# Woman fired from Ruby Tuesday for being fat



## ChasingPeace (Oct 19, 2003)

Unfortunately, except in the state of Michigan and in Washington DC, size discrimination is not illegal. Please write letters! http://www.rubytuesday.com/info/contactUs.htm

http://abcnews.go.com/GMA/Weekend/story?id=165073

Quote:

Misty Watts - a widow, mother of three, waitress and student - has been struggling to get ahead for years on her own.
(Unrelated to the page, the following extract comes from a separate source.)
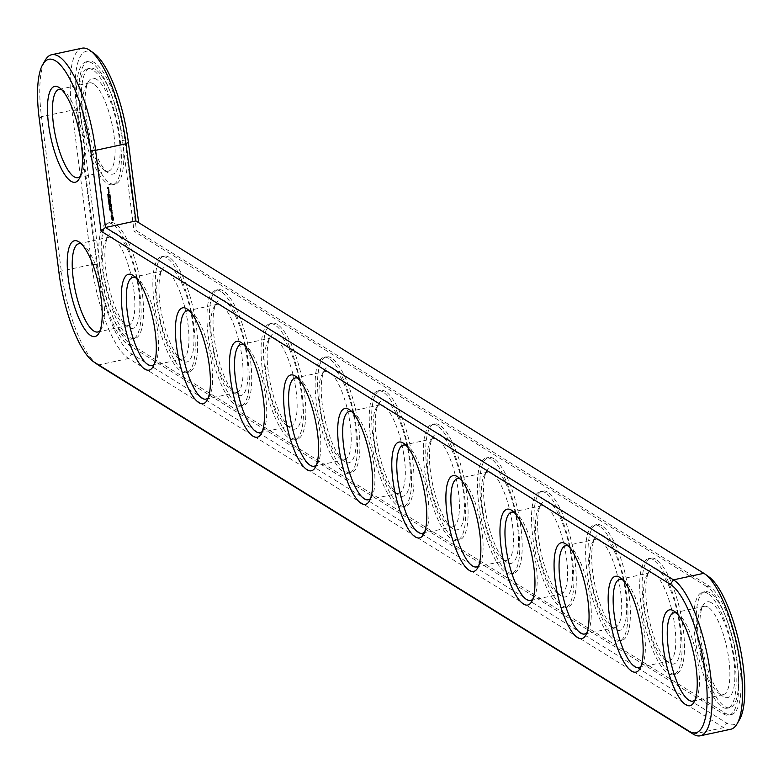 <?xml version="1.0" encoding="UTF-8"?>
<svg xmlns="http://www.w3.org/2000/svg" width="784" height="784" viewBox="0 0 784 784"><rect width="100%" height="100%" fill="white"/><g stroke="black" fill="none" stroke-linecap="round" stroke-linejoin="round"><path stroke-width="0.59" stroke-dasharray="3.92 2.94" d="M97.206 364.344A80.605 23.834 77.9 0 1 61.289 271.078L41.513 116.757A80.605 23.834 77.9 0 1 45.266 60.143M81.428 243.961A45.139 13.348 77.9 0 1 82.8 244.647A45.139 13.348 77.9 0 1 83.359 245.029A45.139 13.348 77.9 0 1 101.381 285.053A45.139 13.348 77.9 0 1 101.381 328.957A45.139 13.348 77.9 0 1 100.048 330.721M135.524 277.526A45.139 13.348 77.9 0 1 136.886 278.202A45.139 13.348 77.9 0 1 137.455 278.585A45.139 13.348 77.9 0 1 155.477 318.618A45.139 13.348 77.9 0 1 155.477 362.512A45.139 13.348 77.9 0 1 154.144 364.276M189.61 311.081A45.139 13.348 77.9 0 1 190.982 311.767A45.139 13.348 77.9 0 1 191.551 312.14A45.139 13.348 77.9 0 1 209.573 352.173A45.139 13.348 77.9 0 1 209.563 396.067A45.139 13.348 77.9 0 1 208.23 397.831M243.706 344.637A45.139 13.348 77.9 0 1 245.078 345.323A45.139 13.348 77.9 0 1 245.647 345.705A45.139 13.348 77.9 0 1 263.659 385.728A45.139 13.348 77.9 0 1 263.659 429.632A45.139 13.348 77.9 0 1 262.326 431.386M297.802 378.202A45.139 13.348 77.9 0 1 299.165 378.878A45.139 13.348 77.9 0 1 299.733 379.26A45.139 13.348 77.9 0 1 317.755 419.293A45.139 13.348 77.9 0 1 317.755 463.187A45.139 13.348 77.9 0 1 316.422 464.951M351.889 411.757A45.139 13.348 77.9 0 1 353.261 412.433A45.139 13.348 77.9 0 1 353.829 412.815A45.139 13.348 77.9 0 1 371.851 452.848A45.139 13.348 77.9 0 1 371.841 496.742A45.139 13.348 77.9 0 1 370.518 498.506M61.662 89.641A45.139 13.348 77.9 0 1 63.024 90.317A45.139 13.348 77.9 0 1 63.592 90.699A45.139 13.348 77.9 0 1 81.614 130.732A45.139 13.348 77.9 0 1 81.605 174.626A45.139 13.348 77.9 0 1 80.282 176.39M405.985 445.312A45.139 13.348 77.9 0 1 407.357 445.998A45.139 13.348 77.9 0 1 407.925 446.37A45.139 13.348 77.9 0 1 425.937 486.403A45.139 13.348 77.9 0 1 425.937 530.307A45.139 13.348 77.9 0 1 424.605 532.062M460.081 478.867A45.139 13.348 77.9 0 1 461.453 479.553A45.139 13.348 77.9 0 1 462.021 479.935A45.139 13.348 77.9 0 1 480.033 519.959A45.139 13.348 77.9 0 1 480.033 563.863A45.139 13.348 77.9 0 1 478.701 565.627M514.177 512.432A45.139 13.348 77.9 0 1 515.539 513.108A45.139 13.348 77.9 0 1 516.107 513.491A45.139 13.348 77.9 0 1 534.129 553.524A45.139 13.348 77.9 0 1 534.129 597.418A45.139 13.348 77.9 0 1 532.797 599.182M568.263 545.987A45.139 13.348 77.9 0 1 569.635 546.673A45.139 13.348 77.9 0 1 570.203 547.046A45.139 13.348 77.9 0 1 588.225 587.079A45.139 13.348 77.9 0 1 588.216 630.973A45.139 13.348 77.9 0 1 586.893 632.737M622.359 579.543A45.139 13.348 77.9 0 1 623.731 580.229A45.139 13.348 77.9 0 1 624.299 580.611A45.139 13.348 77.9 0 1 642.312 620.634A45.139 13.348 77.9 0 1 642.312 664.538A45.139 13.348 77.9 0 1 640.979 666.292M676.455 613.108A45.139 13.348 77.9 0 1 677.827 613.784A45.139 13.348 77.9 0 1 678.385 614.166A45.139 13.348 77.9 0 1 696.408 654.199A45.139 13.348 77.9 0 1 696.408 698.093A45.139 13.348 77.9 0 1 695.075 699.857M730.688 729.277A80.605 23.834 77.9 0 1 723.661 727.63L128.635 358.494A80.605 23.834 77.9 0 1 91.699 264.551L71.932 110.221A80.605 23.834 77.9 0 1 82.055 48.196M113.21 238.12A45.139 13.348 -102.1 0 0 109.27 237.199A45.139 13.348 -102.1 0 0 105.703 240.227A45.139 13.348 -102.1 0 0 105.693 284.131A45.139 13.348 -102.1 0 0 123.715 324.164A45.139 13.348 -102.1 0 0 128.223 325.458A45.139 13.348 -102.1 0 0 132.976 284.661A45.139 13.348 -102.1 0 0 113.21 238.12M135.906 220.941L707.972 576.23A76.734 22.687 77.9 0 1 708.942 576.877M739.567 719.555A76.734 22.687 77.9 0 1 726.797 723.152L131.771 354.015A76.734 22.687 77.9 0 1 96.608 264.58L76.842 110.25A76.734 22.687 77.9 0 1 94.149 53.41M116.346 233.642A49.01 14.494 -102.1 0 0 108.192 235.935A49.01 14.494 -102.1 0 0 108.192 283.592A49.01 14.494 -102.1 0 0 127.753 327.055A49.01 14.494 -102.1 0 0 138.915 291.628A49.01 14.494 -102.1 0 0 116.346 233.642M136.504 230.8L709.246 586.109A66.415 19.639 77.9 0 1 738.332 654.591A66.415 19.639 77.9 0 1 731.325 714.626A66.415 19.639 77.9 0 1 725.533 713.273L130.507 344.137A66.415 19.639 77.9 0 1 100.078 266.727L80.301 112.406A66.415 19.639 77.9 0 1 88.651 61.289A66.415 19.639 77.9 0 1 124.872 140.052L136.504 230.8L134.093 231.319L122.471 140.571A66.415 19.639 77.9 0 0 86.24 61.809L88.651 61.289M115.081 223.763A59.319 17.542 -102.1 0 0 109.907 222.548A59.319 17.542 -102.1 0 0 105.203 284.239A59.319 17.542 -102.1 0 0 134.809 338.551A59.319 17.542 -102.1 0 0 141.071 284.925A59.319 17.542 -102.1 0 0 115.081 223.763M709.246 586.109L706.835 586.628A66.415 19.639 77.9 0 1 735.921 655.11A66.415 19.639 77.9 0 1 728.914 715.145A66.415 19.639 77.9 0 1 723.122 713.793L128.096 344.656A66.415 19.639 77.9 0 1 97.667 267.246L77.89 112.916A66.415 19.639 77.9 0 1 86.24 61.809M706.835 586.628L134.093 231.319M112.671 224.283A59.319 17.542 -102.1 0 0 107.496 223.068A59.319 17.542 -102.1 0 0 102.802 284.749A59.319 17.542 -102.1 0 0 132.398 339.07A59.319 17.542 -102.1 0 0 138.66 285.445A59.319 17.542 -102.1 0 0 112.671 224.283M166.767 257.838A59.319 17.542 -102.1 0 0 161.592 256.623A59.319 17.542 -102.1 0 0 156.888 318.314A59.319 17.542 -102.1 0 0 186.494 372.635A59.319 17.542 -102.1 0 0 192.756 319A59.319 17.542 -102.1 0 0 166.767 257.838M220.863 291.393A59.319 17.542 -102.1 0 0 215.688 290.188A59.319 17.542 -102.1 0 0 210.984 351.869A59.319 17.542 -102.1 0 0 240.59 406.19A59.319 17.542 -102.1 0 0 246.842 352.565A59.319 17.542 -102.1 0 0 220.863 291.393M110.181 210.102L110.054 208.916L110.485 209.994L110.348 209.171L109.74 209.299L109.829 210.181L109.388 209.054L109.476 210.171L109.407 209.318L109.848 210.386L109.74 209.289L110.338 209.161L110.544 210.171L110.074 209.132L109.574 210.21L110.172 210.083M109.995 208.926L109.407 209.044M110.074 209.132L109.446 209.25M110.544 210.171L109.848 210.386L110.544 210.171M110.436 210.053L109.848 210.181M110.348 208.407L109.437 207.829L109.74 208.534M110.044 207.701L109.456 207.829M110.083 206.349L109.535 206.016L109.662 207.005L110.24 207.535L109.662 206.27L108.937 206.143L109.084 207.329L109.633 207.662L109.486 206.486M109.672 205.163L109.76 205.81L109.074 205.29M109.848 204.497L109.309 203.556L109.848 204.497L108.672 203.771L109.241 204.624M109.309 203.556L108.731 203.673M110.289 203.722L108.986 203.987L111.426 204.614L110.377 203.958L111.142 204.085L110.377 202.556L110.848 201.782L109.946 201.047L111.044 201.557L109.966 202.801L110.436 201.684L109.25 200.763L108.633 201.86L108.261 200.635L108.662 202.076L108.653 200.88L109.339 200.802L109.388 201.968L108.868 200.508L108.261 200.635M109.564 203.987L108.966 204.114L109.564 203.987M113.758 219.383L113.014 220.735L111.759 218.138L112.043 214.532L113.758 219.383L113.161 219.51L111.622 214.738L110.877 216.09L111.152 218.266L112.406 220.863L113.161 219.51M112.475 213.434L111.593 210.925L111.563 212.709L111.289 210.386L112.171 212.895L112.092 210.984L112.426 211.896L112.475 213.434L111.867 213.562L111.593 211.239L111.563 213.023L110.681 210.524L110.965 212.846L110.985 211.053L111.867 213.562M112.122 210.445L110.916 208.662L111.945 209.122L111.867 208.044L112.21 210.671L111.514 210.573L111.269 208.172L111.348 209.259L110.319 208.789L111.514 210.573M111.847 207.397L110.662 206.662L110.466 204.634L110.769 206.555L111.034 205.339L111.691 207.123L111.514 205.29L111.847 207.397L111.25 207.535L110.916 205.418L111.093 207.26L110.436 205.467L110.162 206.682L109.858 204.761L110.142 207.015L111.25 207.535M274.959 324.948A59.319 17.542 -102.1 0 0 269.784 323.743A59.319 17.542 -102.1 0 0 265.08 385.424A59.319 17.542 -102.1 0 0 294.676 439.746A59.319 17.542 -102.1 0 0 300.938 386.12A59.319 17.542 -102.1 0 0 274.959 324.948M329.045 358.513A59.319 17.542 -102.1 0 0 323.87 357.298A59.319 17.542 -102.1 0 0 319.176 418.979A59.319 17.542 -102.1 0 0 348.772 473.301A59.319 17.542 -102.1 0 0 355.034 419.675A59.319 17.542 -102.1 0 0 329.045 358.513M383.141 392.069A59.319 17.542 -102.1 0 0 377.966 390.863A59.319 17.542 -102.1 0 0 373.262 452.544A59.319 17.542 -102.1 0 0 402.868 506.866A59.319 17.542 -102.1 0 0 409.13 453.24A59.319 17.542 -102.1 0 0 383.141 392.069M109.662 203.056L108.408 201.998L109.064 203.183M109.388 201.968L108.77 202.096M108.868 200.508L109.133 201.625L109.348 201.057L110.25 201.909L109.78 202.684L110.534 204.212L109.682 203.86M109.241 201.733L108.633 201.86L109.241 201.733M108.986 199.783L109.064 200.43L108.319 199.871L108.466 200.567L108.378 199.91M109.133 199.45L108.555 198.323L109.133 199.45L107.947 198.45L108.525 199.577M108.437 197.019L108.976 198.107L108.437 197.019L107.829 197.147L108.172 198.225L107.829 197.147L108.437 197.019M108.976 198.107L108.172 198.225L108.976 198.107M108.261 195.647L108.8 196.725L108.261 195.647L107.653 195.775L107.996 196.853L107.653 195.775L108.261 195.647M108.8 196.725L107.996 196.853L108.8 196.725M108.192 194.256L108.643 195.363L108.28 194.461L107.594 195.206L107.682 194.599L107.927 195.559L107.506 194.461L107.526 195.177L108.192 195.089L108.192 194.256L107.584 194.383M108.28 194.461L107.555 194.657L108.28 194.461M108.643 195.363L107.927 195.559L108.643 195.363M111.416 204.281L110.573 202.674M110.74 198.764L110.936 200.782L109.799 199.9L110.299 200.038L110.172 198.577L110.828 200.361L110.652 198.528L110.005 198.813L110.221 200.488L109.574 198.705L109.691 200.165L109.192 200.028L110.338 200.91L110.142 198.891M110.622 197.793L109.476 196.911L110.622 197.793L108.917 197.411L110.015 197.921M110.23 194.736L110.426 196.755L109.368 196.098L109.035 194.001L109.388 195.765L109.652 194.54L110.309 196.333L110.132 194.491L109.495 194.785L109.711 196.461L109.054 194.677L108.78 195.892L108.437 194.128L108.76 196.225L109.819 196.882L109.623 194.863M109.123 193.089L108.525 193.217M108.662 190.63L109.388 192.443L108.662 190.63L108.025 190.904L108.251 192.237L108.829 192.423L108.065 190.757M109.192 190.473L108.535 190.061L108.888 189.091L109.192 190.473L108.594 190.6L108.28 189.228L107.937 190.198L108.594 190.6M108.986 188.817L108.153 187.454L108.231 188.523L108.035 187.043L108.986 188.817L108.378 188.944L107.437 187.17L107.535 188.425L107.81 187.748L108.378 188.944M92.904 69.952A59.319 17.542 -102.1 0 0 87.73 68.747A59.319 17.542 -102.1 0 0 83.026 130.428A59.319 17.542 -102.1 0 0 112.631 184.75A59.319 17.542 -102.1 0 0 118.894 131.124A59.319 17.542 -102.1 0 0 92.904 69.952M437.237 425.624A59.319 17.542 -102.1 0 0 432.062 424.418A59.319 17.542 -102.1 0 0 427.358 486.1A59.319 17.542 -102.1 0 0 456.964 540.421A59.319 17.542 -102.1 0 0 463.217 486.795A59.319 17.542 -102.1 0 0 437.237 425.624M491.333 459.189A59.319 17.542 -102.1 0 0 486.149 457.974A59.319 17.542 -102.1 0 0 481.454 519.655A59.319 17.542 -102.1 0 0 511.05 573.976A59.319 17.542 -102.1 0 0 517.313 520.351A59.319 17.542 -102.1 0 0 491.333 459.189M545.419 492.744A59.319 17.542 -102.1 0 0 540.245 491.529A59.319 17.542 -102.1 0 0 535.541 553.22A59.319 17.542 -102.1 0 0 565.146 607.541A59.319 17.542 -102.1 0 0 571.409 553.906A59.319 17.542 -102.1 0 0 545.419 492.744M599.515 526.299A59.319 17.542 -102.1 0 0 594.341 525.094A59.319 17.542 -102.1 0 0 589.637 586.775A59.319 17.542 -102.1 0 0 619.242 641.096A59.319 17.542 -102.1 0 0 625.495 587.471A59.319 17.542 -102.1 0 0 599.515 526.299M653.611 559.864A59.319 17.542 -102.1 0 0 648.437 558.649A59.319 17.542 -102.1 0 0 643.733 620.33A59.319 17.542 -102.1 0 0 673.338 674.652A59.319 17.542 -102.1 0 0 679.591 621.026A59.319 17.542 -102.1 0 0 653.611 559.864M707.697 593.419A59.319 17.542 -102.1 0 0 702.523 592.204A59.319 17.542 -102.1 0 0 697.829 653.895A59.319 17.542 -102.1 0 0 727.425 708.207A59.319 17.542 -102.1 0 0 733.687 654.581A59.319 17.542 -102.1 0 0 707.697 593.419M169.177 257.319A59.319 17.542 -102.1 0 0 164.003 256.113A59.319 17.542 -102.1 0 0 159.299 317.794A59.319 17.542 -102.1 0 0 188.905 372.116A59.319 17.542 -102.1 0 0 195.157 318.49A59.319 17.542 -102.1 0 0 169.177 257.319M170.442 267.197A49.01 14.494 -102.1 0 0 162.288 269.49A49.01 14.494 -102.1 0 0 162.288 317.157A49.01 14.494 -102.1 0 0 181.849 360.611A49.01 14.494 -102.1 0 0 193.001 325.184A49.01 14.494 -102.1 0 0 170.442 267.197M167.306 271.676A45.139 13.348 -102.1 0 0 163.366 270.754A45.139 13.348 -102.1 0 0 159.789 273.792A45.139 13.348 -102.1 0 0 159.789 317.687A45.139 13.348 -102.1 0 0 177.811 357.72A45.139 13.348 -102.1 0 0 182.309 359.023A45.139 13.348 -102.1 0 0 187.072 318.216A45.139 13.348 -102.1 0 0 167.306 271.676M223.273 290.874A59.319 17.542 -102.1 0 0 218.099 289.668A59.319 17.542 -102.1 0 0 213.395 351.35A59.319 17.542 -102.1 0 0 243.001 405.671A59.319 17.542 -102.1 0 0 249.253 352.045A59.319 17.542 -102.1 0 0 223.273 290.874M224.538 300.752A49.01 14.494 -102.1 0 0 216.384 303.045A49.01 14.494 -102.1 0 0 216.374 350.713A49.01 14.494 -102.1 0 0 235.935 394.176A49.01 14.494 -102.1 0 0 247.097 358.739A49.01 14.494 -102.1 0 0 224.538 300.752M221.402 305.231A45.139 13.348 -102.1 0 0 217.462 304.31A45.139 13.348 -102.1 0 0 213.885 307.348A45.139 13.348 -102.1 0 0 213.885 351.242A45.139 13.348 -102.1 0 0 231.897 391.275A45.139 13.348 -102.1 0 0 236.405 392.578A45.139 13.348 -102.1 0 0 241.168 351.771A45.139 13.348 -102.1 0 0 221.402 305.231M277.36 324.439A59.319 17.542 -102.1 0 0 272.185 323.224A59.319 17.542 -102.1 0 0 267.491 384.905A59.319 17.542 -102.1 0 0 297.087 439.226A59.319 17.542 -102.1 0 0 303.349 385.601A59.319 17.542 -102.1 0 0 277.36 324.439M278.634 334.317A49.01 14.494 -102.1 0 0 270.47 336.61A49.01 14.494 -102.1 0 0 270.47 384.268A49.01 14.494 -102.1 0 0 290.031 427.731A49.01 14.494 -102.1 0 0 301.193 392.304A49.01 14.494 -102.1 0 0 278.634 334.317M275.488 338.796A45.139 13.348 -102.1 0 0 271.548 337.875A45.139 13.348 -102.1 0 0 267.981 340.903A45.139 13.348 -102.1 0 0 267.971 384.807A45.139 13.348 -102.1 0 0 285.993 424.83A45.139 13.348 -102.1 0 0 290.501 426.133A45.139 13.348 -102.1 0 0 295.264 385.336A45.139 13.348 -102.1 0 0 275.488 338.796M331.456 357.994A59.319 17.542 -102.1 0 0 326.281 356.779A59.319 17.542 -102.1 0 0 321.577 418.47A59.319 17.542 -102.1 0 0 351.183 472.791A59.319 17.542 -102.1 0 0 357.445 419.166A59.319 17.542 -102.1 0 0 331.456 357.994M332.72 367.872A49.01 14.494 -102.1 0 0 324.566 370.166A49.01 14.494 -102.1 0 0 324.566 417.823A49.01 14.494 -102.1 0 0 344.127 461.286A49.01 14.494 -102.1 0 0 355.289 425.859A49.01 14.494 -102.1 0 0 332.72 367.872M329.584 372.351A45.139 13.348 -102.1 0 0 325.644 371.43A45.139 13.348 -102.1 0 0 322.067 374.468A45.139 13.348 -102.1 0 0 322.067 418.362A45.139 13.348 -102.1 0 0 340.089 458.395A45.139 13.348 -102.1 0 0 344.588 459.689A45.139 13.348 -102.1 0 0 349.35 418.891A45.139 13.348 -102.1 0 0 329.584 372.351M385.552 391.549A59.319 17.542 -102.1 0 0 380.377 390.344A59.319 17.542 -102.1 0 0 375.673 452.025A59.319 17.542 -102.1 0 0 405.279 506.346A59.319 17.542 -102.1 0 0 411.531 452.721A59.319 17.542 -102.1 0 0 385.552 391.549M386.816 401.428A49.01 14.494 -102.1 0 0 378.662 403.721A49.01 14.494 -102.1 0 0 378.652 451.388A49.01 14.494 -102.1 0 0 398.223 494.851A49.01 14.494 -102.1 0 0 409.375 459.414A49.01 14.494 -102.1 0 0 386.816 401.428M383.68 405.906A45.139 13.348 -102.1 0 0 379.74 404.985A45.139 13.348 -102.1 0 0 376.163 408.023A45.139 13.348 -102.1 0 0 376.163 451.917A45.139 13.348 -102.1 0 0 394.176 491.95A45.139 13.348 -102.1 0 0 398.684 493.254A45.139 13.348 -102.1 0 0 403.446 452.446A45.139 13.348 -102.1 0 0 383.68 405.906M95.315 69.433A59.319 17.542 -102.1 0 0 90.14 68.228A59.319 17.542 -102.1 0 0 85.436 129.909A59.319 17.542 -102.1 0 0 115.042 184.23A59.319 17.542 -102.1 0 0 121.295 130.605A59.319 17.542 -102.1 0 0 95.315 69.433M96.579 79.311A49.01 14.494 -102.1 0 0 88.425 81.605A49.01 14.494 -102.1 0 0 88.425 129.272A49.01 14.494 -102.1 0 0 107.986 172.735A49.01 14.494 -102.1 0 0 119.139 137.298A49.01 14.494 -102.1 0 0 96.579 79.311M93.443 83.79A45.139 13.348 -102.1 0 0 89.503 82.869A45.139 13.348 -102.1 0 0 85.926 85.907A45.139 13.348 -102.1 0 0 85.926 129.801A45.139 13.348 -102.1 0 0 103.949 169.834A45.139 13.348 -102.1 0 0 108.447 171.137A45.139 13.348 -102.1 0 0 113.21 130.33A45.139 13.348 -102.1 0 0 93.443 83.79M439.648 425.114A59.319 17.542 -102.1 0 0 434.473 423.899A59.319 17.542 -102.1 0 0 429.769 485.58A59.319 17.542 -102.1 0 0 459.365 539.902A59.319 17.542 -102.1 0 0 465.627 486.276A59.319 17.542 -102.1 0 0 439.648 425.114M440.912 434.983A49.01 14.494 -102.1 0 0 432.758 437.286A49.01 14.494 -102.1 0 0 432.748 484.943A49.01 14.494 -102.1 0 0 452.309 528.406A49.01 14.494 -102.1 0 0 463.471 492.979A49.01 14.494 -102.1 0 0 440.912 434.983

So when she was let go from her job because she didn't "fit" the part, she felt alone and lost...

Watts says she felt as if she had been doing a good job, especially since she says she had been named employee of the month just days before she was let go by her district manager.

"What he said was, 'Misty, you know I have to call you in here because your shirt does not fit you correctly,'" Watts said. "'Your shirt will never fit you correctly. And you will never be able to buy that one that does.' And he proceeded to tell me I don't fit the image."
My letter:

As an overweight mother, I was saddened to hear about the discharge of Misty Watts for allegedly not fitting Ruby Tuesday's "image." Although my family enjoys eating at Ruby Tuesday, we will no longer be spending our money at a restaurant that promotes or tolerates size discrimination, and I will encourage my extended family and friends to boycott Ruby Tuesday as well. As I'm sure you know, the majority of Americans are overweight--discriminating against people on the basis of their weight just doesn't make good business sense. Please don't bother responding to my concerns with a canned public relations letter. My family will only return to
Ruby Tuesday when 1) Misty Watts is given an unconditional offer of reinstatement, and 2) Ruby Tuesday enacts a non-discrimination policy that prohibits discrimination on the basis of size.

Sincerely,
Chasing Peace


----------



## Rhonwyn (Apr 16, 2002)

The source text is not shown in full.